The Better Cotton Initiative (Dec 2011)

Dec 2011

There are numerous sustainability standards that apply to the global cotton industry.  The sector has long been the target of pressure groups and public concern, be it water and chemical usage, exploitation of workers or degradation of soil.   Organic standards are popular, with specialist vendors such as Funkoos marketing their range of organic cotton baby clothes for example.   A hugely popular standard dealing with chemical usage during the textile manufacturing life cycle is the Germany-based Oeko-Tex standards  with the 100 standard advertising itself as a “globally uniform testing and certification system for textile raw materials, intermediate and end products at all stages of production”.  Fairtrade is another standard targeting cotton and celebrates the fifth anniversary of its cotton campaign this year.

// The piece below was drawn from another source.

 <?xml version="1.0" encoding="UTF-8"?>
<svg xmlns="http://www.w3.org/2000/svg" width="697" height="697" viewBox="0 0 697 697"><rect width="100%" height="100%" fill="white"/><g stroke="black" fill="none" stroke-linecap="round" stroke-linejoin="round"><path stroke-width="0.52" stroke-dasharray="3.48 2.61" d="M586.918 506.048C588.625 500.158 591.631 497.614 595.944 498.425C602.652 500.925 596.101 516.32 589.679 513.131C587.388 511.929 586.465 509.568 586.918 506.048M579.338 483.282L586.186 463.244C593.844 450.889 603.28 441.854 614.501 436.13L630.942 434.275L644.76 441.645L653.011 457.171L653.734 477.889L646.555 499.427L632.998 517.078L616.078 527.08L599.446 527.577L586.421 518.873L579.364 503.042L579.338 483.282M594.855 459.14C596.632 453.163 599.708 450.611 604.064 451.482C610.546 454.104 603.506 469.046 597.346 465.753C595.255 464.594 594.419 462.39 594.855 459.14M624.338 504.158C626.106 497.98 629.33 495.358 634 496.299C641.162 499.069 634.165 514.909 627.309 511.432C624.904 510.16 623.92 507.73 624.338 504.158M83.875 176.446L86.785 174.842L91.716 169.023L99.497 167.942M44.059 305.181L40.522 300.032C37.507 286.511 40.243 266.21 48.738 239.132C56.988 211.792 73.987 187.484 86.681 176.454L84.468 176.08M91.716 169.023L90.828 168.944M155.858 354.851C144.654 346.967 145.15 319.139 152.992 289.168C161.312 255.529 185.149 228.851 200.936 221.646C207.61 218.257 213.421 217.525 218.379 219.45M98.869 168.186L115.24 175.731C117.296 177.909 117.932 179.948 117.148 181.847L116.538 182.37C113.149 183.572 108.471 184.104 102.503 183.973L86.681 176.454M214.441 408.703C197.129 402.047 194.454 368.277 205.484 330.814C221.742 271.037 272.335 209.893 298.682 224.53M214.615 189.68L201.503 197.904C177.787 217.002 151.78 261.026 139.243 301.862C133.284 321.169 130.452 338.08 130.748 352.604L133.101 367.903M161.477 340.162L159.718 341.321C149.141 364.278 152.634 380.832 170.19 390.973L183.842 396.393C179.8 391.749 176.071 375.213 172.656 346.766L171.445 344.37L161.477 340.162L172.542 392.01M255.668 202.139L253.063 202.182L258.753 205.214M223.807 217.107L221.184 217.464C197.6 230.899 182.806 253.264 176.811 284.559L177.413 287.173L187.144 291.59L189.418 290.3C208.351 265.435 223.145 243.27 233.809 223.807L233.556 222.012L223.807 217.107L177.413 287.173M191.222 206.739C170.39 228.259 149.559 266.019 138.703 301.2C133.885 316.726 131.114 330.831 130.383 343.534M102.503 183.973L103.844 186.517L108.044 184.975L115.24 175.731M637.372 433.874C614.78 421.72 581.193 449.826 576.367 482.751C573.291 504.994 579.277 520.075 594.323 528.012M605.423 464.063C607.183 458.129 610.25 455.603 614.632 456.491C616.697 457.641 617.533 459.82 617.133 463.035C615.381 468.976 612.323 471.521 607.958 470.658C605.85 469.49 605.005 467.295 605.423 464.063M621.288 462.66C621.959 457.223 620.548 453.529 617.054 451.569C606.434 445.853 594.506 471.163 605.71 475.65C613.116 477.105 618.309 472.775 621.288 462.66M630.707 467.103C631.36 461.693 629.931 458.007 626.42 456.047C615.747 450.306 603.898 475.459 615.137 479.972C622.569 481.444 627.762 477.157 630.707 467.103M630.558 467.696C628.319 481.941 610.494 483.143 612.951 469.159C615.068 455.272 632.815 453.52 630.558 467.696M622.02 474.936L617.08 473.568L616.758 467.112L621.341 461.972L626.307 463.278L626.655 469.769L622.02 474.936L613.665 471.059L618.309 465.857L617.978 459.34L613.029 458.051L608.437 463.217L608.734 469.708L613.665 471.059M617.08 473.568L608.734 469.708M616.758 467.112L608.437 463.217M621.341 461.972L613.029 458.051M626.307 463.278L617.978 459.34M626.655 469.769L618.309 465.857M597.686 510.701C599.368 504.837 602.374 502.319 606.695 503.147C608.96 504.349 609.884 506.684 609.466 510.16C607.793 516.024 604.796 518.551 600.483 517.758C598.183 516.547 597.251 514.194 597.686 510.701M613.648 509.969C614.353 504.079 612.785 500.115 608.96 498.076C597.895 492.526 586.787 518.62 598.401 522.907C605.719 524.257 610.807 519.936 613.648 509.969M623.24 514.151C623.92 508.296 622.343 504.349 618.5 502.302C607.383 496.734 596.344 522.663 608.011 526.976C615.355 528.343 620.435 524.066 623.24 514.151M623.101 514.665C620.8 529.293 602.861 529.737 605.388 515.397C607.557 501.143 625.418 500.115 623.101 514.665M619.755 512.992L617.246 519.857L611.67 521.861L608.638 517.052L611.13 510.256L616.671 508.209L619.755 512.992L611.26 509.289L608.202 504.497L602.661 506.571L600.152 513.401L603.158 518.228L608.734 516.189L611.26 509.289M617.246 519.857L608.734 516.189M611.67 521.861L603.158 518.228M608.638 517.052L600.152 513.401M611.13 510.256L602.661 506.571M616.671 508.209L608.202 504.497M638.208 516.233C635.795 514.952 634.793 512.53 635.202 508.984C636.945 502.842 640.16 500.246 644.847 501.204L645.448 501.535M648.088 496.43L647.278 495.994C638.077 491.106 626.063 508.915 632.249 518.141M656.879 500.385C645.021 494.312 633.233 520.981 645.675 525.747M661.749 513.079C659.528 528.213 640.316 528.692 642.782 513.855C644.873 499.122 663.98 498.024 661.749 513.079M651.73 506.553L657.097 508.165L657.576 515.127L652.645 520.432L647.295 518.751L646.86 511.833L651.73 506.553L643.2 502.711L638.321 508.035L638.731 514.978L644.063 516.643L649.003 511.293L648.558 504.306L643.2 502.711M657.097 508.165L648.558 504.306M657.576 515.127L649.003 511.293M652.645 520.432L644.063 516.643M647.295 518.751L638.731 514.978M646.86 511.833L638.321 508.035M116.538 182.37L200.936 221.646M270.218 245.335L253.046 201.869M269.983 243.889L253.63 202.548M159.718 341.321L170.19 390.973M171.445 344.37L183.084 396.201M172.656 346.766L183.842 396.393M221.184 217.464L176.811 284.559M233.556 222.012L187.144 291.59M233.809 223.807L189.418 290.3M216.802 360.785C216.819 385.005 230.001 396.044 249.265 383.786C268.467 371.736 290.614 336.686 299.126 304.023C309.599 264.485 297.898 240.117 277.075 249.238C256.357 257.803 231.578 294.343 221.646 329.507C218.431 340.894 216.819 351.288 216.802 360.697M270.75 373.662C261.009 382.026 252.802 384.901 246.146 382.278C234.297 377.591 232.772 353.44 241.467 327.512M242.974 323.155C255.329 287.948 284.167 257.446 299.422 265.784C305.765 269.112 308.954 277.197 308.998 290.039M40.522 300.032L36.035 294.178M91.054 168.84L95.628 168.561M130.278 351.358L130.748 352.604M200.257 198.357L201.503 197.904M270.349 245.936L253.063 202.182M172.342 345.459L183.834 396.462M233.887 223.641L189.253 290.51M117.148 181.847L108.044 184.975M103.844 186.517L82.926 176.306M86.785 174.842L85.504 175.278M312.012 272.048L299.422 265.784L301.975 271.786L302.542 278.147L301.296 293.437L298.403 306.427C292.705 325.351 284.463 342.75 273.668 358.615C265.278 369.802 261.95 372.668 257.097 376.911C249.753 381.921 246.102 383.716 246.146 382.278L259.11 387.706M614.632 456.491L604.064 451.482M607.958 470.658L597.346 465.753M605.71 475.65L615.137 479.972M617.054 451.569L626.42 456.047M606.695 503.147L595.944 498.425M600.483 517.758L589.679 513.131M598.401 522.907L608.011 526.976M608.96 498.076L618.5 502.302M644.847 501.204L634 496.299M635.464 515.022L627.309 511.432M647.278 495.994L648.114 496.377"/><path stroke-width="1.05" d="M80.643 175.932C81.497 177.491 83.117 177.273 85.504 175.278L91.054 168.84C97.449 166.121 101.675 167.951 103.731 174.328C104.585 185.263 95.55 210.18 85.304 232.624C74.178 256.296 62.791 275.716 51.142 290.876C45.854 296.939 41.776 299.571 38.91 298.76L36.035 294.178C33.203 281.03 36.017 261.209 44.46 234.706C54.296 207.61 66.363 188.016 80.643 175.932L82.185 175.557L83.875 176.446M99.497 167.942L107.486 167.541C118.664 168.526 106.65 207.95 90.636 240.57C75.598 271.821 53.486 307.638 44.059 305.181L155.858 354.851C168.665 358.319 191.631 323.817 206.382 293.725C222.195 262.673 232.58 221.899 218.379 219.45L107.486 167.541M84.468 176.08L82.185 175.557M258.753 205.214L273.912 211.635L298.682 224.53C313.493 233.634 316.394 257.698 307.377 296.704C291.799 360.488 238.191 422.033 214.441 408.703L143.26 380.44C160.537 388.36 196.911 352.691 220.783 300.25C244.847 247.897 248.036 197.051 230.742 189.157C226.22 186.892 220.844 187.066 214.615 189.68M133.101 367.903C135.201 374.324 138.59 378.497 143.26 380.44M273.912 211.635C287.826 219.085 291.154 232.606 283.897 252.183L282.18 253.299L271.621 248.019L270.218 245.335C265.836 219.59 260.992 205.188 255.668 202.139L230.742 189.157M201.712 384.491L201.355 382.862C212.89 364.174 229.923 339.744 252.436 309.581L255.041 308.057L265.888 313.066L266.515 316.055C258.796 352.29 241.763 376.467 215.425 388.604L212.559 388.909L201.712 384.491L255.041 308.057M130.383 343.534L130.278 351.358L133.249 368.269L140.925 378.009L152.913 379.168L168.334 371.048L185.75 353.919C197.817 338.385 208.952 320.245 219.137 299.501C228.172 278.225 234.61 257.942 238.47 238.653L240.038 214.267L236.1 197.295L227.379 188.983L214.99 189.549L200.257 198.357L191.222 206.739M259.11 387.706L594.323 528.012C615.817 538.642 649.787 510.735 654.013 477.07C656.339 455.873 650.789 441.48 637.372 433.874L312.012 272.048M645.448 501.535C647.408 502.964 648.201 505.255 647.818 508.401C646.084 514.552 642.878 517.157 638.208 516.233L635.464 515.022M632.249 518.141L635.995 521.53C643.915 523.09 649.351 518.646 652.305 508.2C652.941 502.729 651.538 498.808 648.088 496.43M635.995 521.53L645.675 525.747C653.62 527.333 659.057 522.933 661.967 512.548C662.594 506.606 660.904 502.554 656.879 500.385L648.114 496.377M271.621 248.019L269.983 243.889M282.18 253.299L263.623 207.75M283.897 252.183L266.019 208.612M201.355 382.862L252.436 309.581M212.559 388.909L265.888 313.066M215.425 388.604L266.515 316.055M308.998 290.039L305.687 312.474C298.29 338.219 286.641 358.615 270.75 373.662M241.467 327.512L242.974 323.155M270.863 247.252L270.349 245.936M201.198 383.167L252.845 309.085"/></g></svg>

The Better Cotton Initiative  was established in 2005 in response to these pressures and in an attempt to draw together under one umbrella the various sustainability pressures faced by the global cotton industry.   As with many standards-organizations, it started life as a multi-stakeholder group, based on Switzerland:  “the founding members are adidas, Gap Inc., H&M, ICCO, IFAP, IFC, IKEA, Organic Exchange, Oxfam, PAN UK, and WWF”.   While its mission is “to make global cotton production better for the people who produce it, better for the environment it grows in and better for the sector’s future”, the group does not at present have a third-party audited label which cotton producers and users may deploy in marketing.  Rather, the initiative has as its members some of the world’s largest users of cotton who are pressuring their supply chain on the sustainability issues in question.  In parallel with this, the BCI works in partnership with grass roots groups to train farmers.   For example, UK retailer M&S is funding a BCI project with WWF in India and its first harvest has shown an 80% reduction in pesticides and cut water usage by half.  BCI is focusing on a few regions at first.  “During the implementation start-up phase (2010-2012), the BCI geographical focus is on four regions: Brazil, India, Pakistan and West & Central Africa (Benin, Burkina Faso, Cameroon, Mali, Senegal, Togo). These regions include a diversity of climatic conditions, farm sizes, agricultural practices and environmental and social impacts”.    So the BCI uses its implementation program to define what is “BCI-certified” – only that produce which originates from BCI-backed projects in the field – currently around 100,000 farmers in these four regions.  So scaling up is a major challenge.  However, Lise Melvin, Executive Director of BCI notes that BCI-cotton in India and Pakistan yielded 100,000 tonnes, which she compares to Fairtrade cotton with 35,000 tonnes, but compares with a global harvest of 25 million tonnes.  Thus at 0.4% of global output the potential for expansion is huge.